Efectivamente, descartamos todo lo que ya no nos sirve. Descartamos desperdicios de comida, descartamos restos de envases, descartamos juguetes que han dejado de funcionar, descartamos ropa que ya no se lleva, descartamos ancianos que ya no producen, descartamos personas que no sentimos próximas, descartamos vidas que no nos parecen oportunas… Efectivamente, vivimos en una cultura de descarte, y mientras no la cuestionamos, nos convertimos en cómplices, quizás cómplices involuntarios, pero de todos modos cómplices…

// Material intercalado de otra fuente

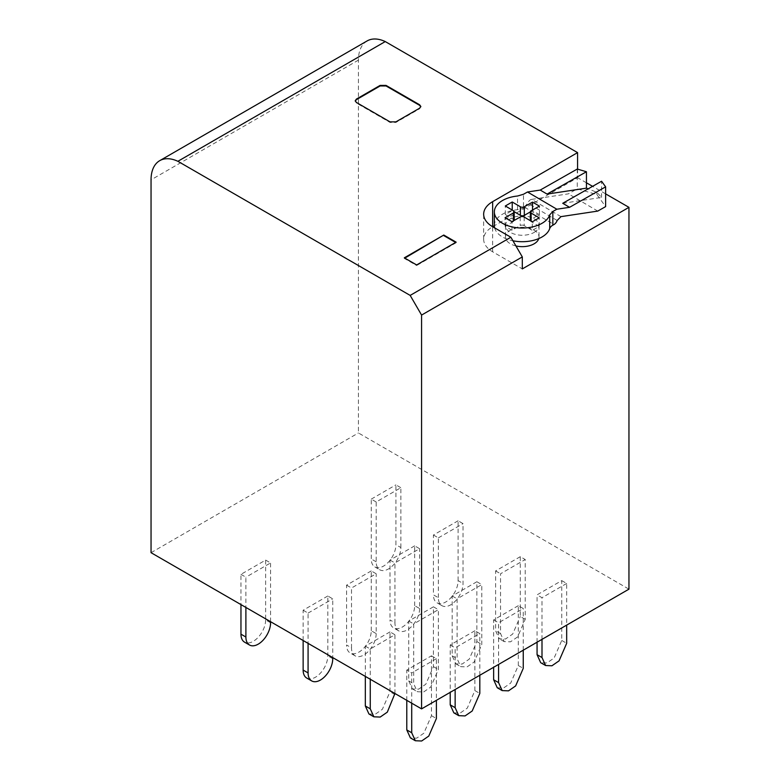 <?xml version="1.0" encoding="UTF-8"?>
<svg xmlns="http://www.w3.org/2000/svg" width="780" height="780" viewBox="0 0 780 780"><rect width="100%" height="100%" fill="white"/><g stroke="black" fill="none" stroke-linecap="round" stroke-linejoin="round"><path stroke-width="0.58" stroke-dasharray="3.9 2.92" d="M367.087 40.95A41.876 24.18 -120 0 0 358.42 60.118L358.42 432.959L628.953 589.154M577.58 169.133L577.58 177.684L494.344 225.742M605.631 193.879L592.576 186.342M586.443 182.803L577.58 177.684M151.047 552.688L358.42 432.959M404.313 257.829L404.313 258.404L416.647 265.531L416.647 264.956M404.313 258.404L404.81 258.122M456.134 242.161L456.134 242.736L455.637 242.444M456.134 242.736L416.647 265.531M420.81 106.763L419.611 108.761L395.918 122.441L390 122.441L356.44 103.067L355.241 101.069M492.648 251.794L492.648 226.726A30.712 17.726 0 0 0 483.659 239.255A30.712 17.726 0 0 0 492.648 251.794L522.308 268.915M524.16 217.045L524.16 225.595L532.301 230.373L532.301 221.822M530.341 220.672A2.788 1.609 0 0 0 531.131 221.637L539.204 226.385L532.301 230.373M530.332 211.916L532.525 210.668L535.87 212.599A19.246 11.105 0 0 1 535.987 212.667L539.438 214.656L531.16 219.355A2.788 1.609 0 0 0 530.332 220.506M514.186 211.682L512.226 210.034M514.196 220.399A2.788 1.609 0 0 0 513.396 219.268L505.313 214.529L512.226 210.532M524.16 225.595A2.788 1.609 0 0 0 520.211 225.576L511.992 230.236L508.658 228.306A19.246 11.105 0 0 1 508.541 228.238L505.079 226.249L513.367 221.549A2.788 1.609 0 0 0 514.196 220.438M539.204 226.385L539.204 217.834M539.438 214.656L539.438 206.115M532.525 210.668L532.525 210.034M505.313 214.529L505.313 205.978M505.079 226.249L505.079 217.698M511.992 230.236L511.992 221.686M562.731 203.287L601.565 197.428L596.924 192.348L588.169 188.848M560.976 216.635L531.619 199.397L568.396 193.849L577.268 188.809L596.924 194.61L605.631 206.622M531.619 199.397A4.183 2.438 120.4 0 0 527.787 203.239L523.477 207.938L523.477 194.259M577.268 169.046L577.268 188.809M494.344 225.586A27.914 16.117 0 0 1 502.691 214.091A27.914 16.117 0 0 1 517.54 209.693A11.164 6.445 0 0 0 523.477 207.938M494.627 227.857A27.914 16.117 0 0 0 512.928 240.776M601.565 197.428L601.565 181.243M596.924 192.348L596.924 194.61M534.008 232.479A16.75 9.672 0 0 0 539.009 225.586A16.75 9.672 0 0 0 528.742 216.665A16.75 9.672 0 0 0 510.52 218.683A16.75 9.672 0 0 0 505.508 225.586A16.75 9.672 0 0 0 515.785 234.497A16.75 9.672 0 0 0 534.008 232.479M597.753 211.088L568.396 193.849M515.931 245.934A16.75 9.672 180 0 1 505.508 236.983A16.75 9.672 180 0 1 510.52 230.08A16.75 9.672 180 0 1 528.742 228.062A16.75 9.672 180 0 1 539.009 236.983A16.75 9.672 180 0 1 538.785 238.573M400.861 547.56L400.861 487.724L376.184 501.969L376.184 561.805A17.452 10.072 120 0 0 379.792 569.79A17.452 10.072 120 0 0 393.237 565.12A17.452 10.072 120 0 0 400.861 547.56L395.918 544.713L395.918 484.877L400.861 487.724M376.184 501.969L371.251 499.122L371.251 558.958A17.452 10.072 120 0 0 374.858 566.943A17.452 10.072 120 0 0 388.303 562.263A17.452 10.072 120 0 0 395.918 544.713M371.251 499.122L395.918 484.877M458.104 580.612L458.104 520.777L463.037 523.624L463.037 583.459A17.452 10.072 -60 0 1 455.423 601.019A17.452 10.072 -60 0 1 441.977 605.69A17.452 10.072 -60 0 1 438.36 597.704L433.427 594.857A17.452 10.072 120 0 0 437.044 602.842A17.452 10.072 120 0 0 450.489 598.172A17.452 10.072 120 0 0 458.104 580.612L463.037 583.459M458.104 520.777L433.427 535.021L433.427 594.857M433.427 535.021L438.36 537.868L438.36 597.704M438.36 537.868L463.037 523.624M525.223 619.359L520.289 616.512L520.289 556.676L525.223 559.523L525.223 619.359L517.608 636.919L510.481 641.842L504.163 641.589L500.546 633.604L500.546 573.768L525.223 559.523M520.289 556.676L495.612 570.921L495.612 630.757L499.229 638.742L505.547 638.995L512.675 634.072L520.289 616.512M495.612 570.921L500.546 573.768M542.002 639.356L542.002 597.704L537.069 594.857L561.746 580.612L561.746 640.448L554.122 658.008L546.995 662.932L540.676 662.678M537.069 642.203L537.069 594.857M561.746 580.612L566.68 583.459L566.68 625.111M566.68 583.459L542.002 597.704M414.677 605.68L414.677 545.844L419.611 548.701L394.933 562.946L394.933 622.781L390 619.925A17.452 10.072 -60 0 0 393.617 627.919A17.452 10.072 -60 0 0 407.062 623.24A17.452 10.072 -60 0 0 414.677 605.68L419.611 608.536L419.611 548.701M419.611 608.536A17.452 10.072 -60 0 1 411.996 626.096A17.452 10.072 -60 0 1 398.551 630.767A17.452 10.072 -60 0 1 394.933 622.781M414.677 545.844L390 560.089L390 619.925M390 560.089L394.933 562.946M476.863 581.743L452.185 595.998L452.185 655.834L455.803 663.809L462.111 664.072L469.238 659.139L476.863 641.579L476.863 581.743L481.796 584.6L457.119 598.845L457.119 658.681L460.736 666.666L467.044 666.919L474.172 661.986L481.796 644.436L481.796 584.6M452.185 595.998L457.119 598.845M497.25 687.745L503.568 687.999L510.695 683.075L518.31 665.515L518.31 605.68L523.253 608.527L498.576 622.781L498.576 664.433M523.253 650.188L523.253 608.527M518.31 605.68L493.642 619.925L493.642 667.28M493.642 619.925L498.576 622.781M371.251 630.757L371.251 570.921L376.184 573.768L351.507 588.013L351.507 647.849L346.573 645.001A17.452 10.072 -60 0 0 350.181 652.987A17.452 10.072 -60 0 0 363.626 648.317A17.452 10.072 -60 0 0 371.251 630.757L376.184 633.604L376.184 573.768M376.184 633.604A17.452 10.072 -60 0 1 368.569 651.163A17.452 10.072 -60 0 1 355.124 655.843A17.452 10.072 -60 0 1 351.507 647.849M371.251 570.921L346.573 585.166L346.573 645.001M346.573 585.166L351.507 588.013M433.427 606.821L408.749 621.065L408.749 680.901L412.366 688.886L418.685 689.14L425.812 684.216L433.427 666.656L433.427 606.821L438.36 609.667L413.692 623.922L413.692 683.758L417.3 691.733L423.618 691.996L430.745 687.063L438.36 669.503L438.36 609.667M408.749 621.065L413.692 623.922M453.823 712.822L460.142 713.076L467.269 708.152L474.883 690.592L474.883 630.757L479.817 633.604L455.14 647.849L455.14 689.51M479.817 675.256L479.817 633.604M474.883 630.757L450.206 645.001L450.206 692.357M450.206 645.001L455.14 647.849M270.572 622.781L265.639 619.925L265.639 560.089L240.961 574.343L240.961 604.597M265.639 619.925A17.452 10.072 -60 0 1 258.014 637.484A17.452 10.072 -60 0 1 244.569 642.164M240.961 574.343L245.895 577.19L245.895 607.444M265.639 560.089L270.572 562.946L245.895 577.19M270.572 621.689L270.572 562.946M306.755 678.064A17.452 10.072 120 0 0 320.2 673.393A17.452 10.072 120 0 0 327.815 655.834L327.815 595.998L332.748 598.845L332.748 657.589M327.815 595.998L303.137 610.243L303.137 640.497M303.137 610.243L308.081 613.09L308.081 643.344M308.081 613.09L332.748 598.845M368.94 713.963L375.258 714.217L382.385 709.293L390 691.733L390 631.898L394.933 634.745L370.256 648.989L370.256 679.243M394.933 693.498L394.933 634.745M390 631.898L365.323 646.142L365.323 676.396M365.323 646.142L370.256 648.989M411.713 703.18L411.713 672.925L406.78 670.078L431.457 655.834L431.457 715.669L423.842 733.219L416.705 738.153L410.397 737.89M406.78 700.333L406.78 670.078M431.457 655.834L436.39 658.681L436.39 700.333M436.39 658.681L411.713 672.925M358.42 60.118L151.047 179.849M356.44 102.492L356.44 103.067M390 121.865L390 122.441M419.611 108.196L419.611 108.761M395.918 121.865L395.918 122.441M531.131 221.14L531.131 221.637M531.16 219.355L531.16 210.814M513.396 210.727L513.396 219.268M513.367 221.549L513.367 220.916M520.211 217.025L520.211 225.576M517.54 209.693L517.54 196.024M524.657 207.275L554.014 224.513M557.144 220.486L527.787 203.239M376.184 561.805L371.251 558.958M500.546 633.604L495.612 630.757M561.746 640.448L566.68 643.295M476.863 641.579L481.796 644.436M452.185 655.834L457.119 658.681M518.31 665.515L523.253 668.362M433.427 666.656L438.36 669.503M408.749 680.901L413.692 683.758M474.883 690.592L479.817 693.44M332.748 658.681L327.815 655.834M394.933 694.58L390 691.733M431.457 715.669L436.39 718.517M355.212 101.351L355.212 100.786M420.839 107.055L420.839 106.48M483.659 239.255L483.659 214.188M539.009 225.586L539.009 236.983M505.508 225.586L505.508 236.983M374.858 566.943L379.792 569.79M441.977 605.69L437.044 602.842M504.163 641.589L499.229 638.742M398.551 630.767L393.617 627.919M455.803 663.809L460.736 666.666M355.124 655.843L350.181 652.987M412.366 688.886L417.31 691.733"/><path stroke-width="1.17" d="M385.261 41.574A41.876 24.18 -120 0 0 367.087 40.95L159.715 160.67A41.876 24.18 60 0 1 177.889 161.304L385.261 41.574L577.58 152.617L577.58 169.133M159.715 160.67A41.876 24.18 60 0 0 151.047 179.849L151.047 552.688L421.58 708.883L628.953 589.154L628.953 207.344L605.631 193.879M592.576 186.342L586.443 182.803M577.58 152.617L492.648 201.649A30.712 17.726 0 0 0 483.659 214.188A30.712 17.726 0 0 0 492.648 226.726L510.88 237.247L522.308 256.922L522.308 268.915L628.953 207.344M177.889 161.304L410.163 295.406L510.88 237.247M443.791 235.043L404.313 257.829L416.647 264.956L456.134 242.161L443.791 235.043L404.81 258.122M390 121.865L356.44 102.492L355.212 100.786L356.44 99.07L380.133 85.4L386.051 85.4L419.611 104.773L420.839 106.48L419.611 108.196L395.918 121.865L390 121.865M421.58 708.883L421.58 315.071L522.308 256.922M421.58 315.071L410.163 295.406M455.637 242.444L443.791 235.609M355.241 101.069L356.44 99.645L380.133 85.966L386.051 85.966L419.611 105.339L420.81 106.763M494.344 225.742L492.648 226.726L492.648 201.649M532.525 210.034L532.525 202.127L539.438 206.115L531.16 210.814A2.788 1.609 0 0 0 530.332 211.955L530.332 220.506A2.788 1.609 0 0 0 530.341 220.672M530.332 211.916L524.316 215.339A2.788 1.609 0 0 1 520.367 215.319L514.186 211.682M514.196 220.438A2.788 1.609 0 0 0 514.196 220.399L514.196 211.848A2.788 1.609 0 0 0 513.396 210.727L505.313 205.978L512.226 201.991L520.367 206.768A2.788 1.609 0 0 0 524.316 206.788L532.525 202.127M530.332 211.955A2.788 1.609 0 0 0 531.131 213.086L539.204 217.834L532.301 221.822L524.16 217.045A2.788 1.609 0 0 0 520.211 217.025L511.992 221.686L505.079 217.698L513.367 212.999A2.788 1.609 0 0 0 514.196 211.848M512.226 210.034L512.226 201.991M494.627 227.857A27.914 16.117 0 0 1 494.344 225.586L494.344 211.906A27.914 16.117 0 0 1 502.691 200.411A27.914 16.117 0 0 1 517.54 196.024L523.477 194.259L527.495 191.987L556.852 209.225L569.585 207.304L562.731 203.287L601.565 181.243L605.631 186.849L605.631 206.622L597.753 211.088L560.976 216.635L557.144 220.486A4.885 2.847 120.4 0 1 554.014 224.513L552.835 225.186A11.164 6.445 0 0 0 549.695 228.579L549.695 214.9L552.835 211.507L556.852 209.225M494.344 211.906A27.914 16.117 0 0 0 511.466 226.766A27.914 16.117 0 0 0 541.837 223.402A27.914 16.117 0 0 0 549.695 214.9M527.495 191.987L540.228 190.066L547.072 194.093L586.443 188.155L588.169 188.848M540.228 190.066L577.268 169.046L586.443 171.746L586.443 188.155M512.928 240.776A27.914 16.117 0 0 0 541.837 237.081A27.914 16.117 0 0 0 549.695 228.579M605.631 186.849L569.585 207.304M547.072 194.093L586.443 171.746M538.785 238.573A16.75 9.672 180 0 1 534.008 243.877A16.75 9.672 180 0 1 515.931 245.934M566.68 625.111L566.68 643.295L559.065 660.855L551.938 665.779L545.62 665.525L542.002 657.54L542.002 639.356M545.62 665.525L540.676 662.678L537.069 654.693L537.069 642.203M498.576 664.433L498.576 682.617L502.193 690.592L508.501 690.856L515.629 685.922L523.253 668.362L523.253 650.188M493.642 667.28L493.642 679.76L497.25 687.745L502.193 690.592M455.14 689.51L455.14 707.684L458.757 715.669L465.075 715.923L472.192 710.999L479.817 693.44L479.817 675.256M450.206 692.357L450.206 704.837L453.823 712.822L458.757 715.669M240.961 604.597L240.961 634.179A17.452 10.072 -60 0 0 244.569 642.164L249.512 645.011A17.452 10.072 120 0 0 262.957 640.341A17.452 10.072 120 0 0 270.572 622.781L270.572 621.689M245.895 607.444L245.895 637.026A17.452 10.072 120 0 0 249.512 645.011M303.137 670.078A17.452 10.072 120 0 0 306.755 678.064L311.688 680.911A17.452 10.072 -60 0 1 308.081 672.925L303.137 670.078L303.137 640.497M311.688 680.911A17.452 10.072 -60 0 0 325.133 676.24A17.452 10.072 -60 0 0 332.748 658.681L332.748 657.589M308.081 643.344L308.081 672.925M370.256 679.243L370.256 708.825L373.873 716.81L380.191 717.064L387.319 712.14L394.933 693.498M365.323 676.396L365.323 705.978L368.94 713.963L373.873 716.81M436.39 700.333L436.39 718.517L428.776 736.076L421.648 741L415.331 740.746L411.713 732.761L411.713 703.18M415.331 740.746L410.397 737.899L406.78 729.914L406.78 700.333M356.44 99.07L356.44 99.645M380.133 85.4L380.133 85.966M386.051 85.4L386.051 85.966M419.611 104.773L419.611 105.339M531.131 213.086L531.131 221.14M524.316 206.788L524.316 215.339M520.367 215.319L520.367 206.768M513.367 220.916L513.367 212.999M552.835 225.186L552.835 211.507M537.069 654.693L542.002 657.54M493.642 679.76L498.576 682.617M450.206 704.837L455.14 707.684M245.895 637.026L240.961 634.179M370.256 708.825L365.323 705.978M406.78 729.914L411.713 732.761"/></g></svg>

No es éste el camino que nos enseñó Jesús. Él nos enseñó a vivir desde la inclusión y el sostén: del samaritano herido en el camino, de la mujer adúltera a punto de ser lapidada, de la pecadora arrepentida, del centurión respetuoso, del niño que molesta nuestra conversación, del leproso… Jesús nos enseña a mirar de otra manera, a “encartar” en lugar de descartar, a sentirnos vinculados en lugar de sentirnos aislados, a acoger en lugar de expulsar, a “reciclar” en lugar de eliminar… Si todo esto resonara, de verdad, en nosotros, no haría falta tanto basurero, ni tanta residencia, ni tanta frontera, ni…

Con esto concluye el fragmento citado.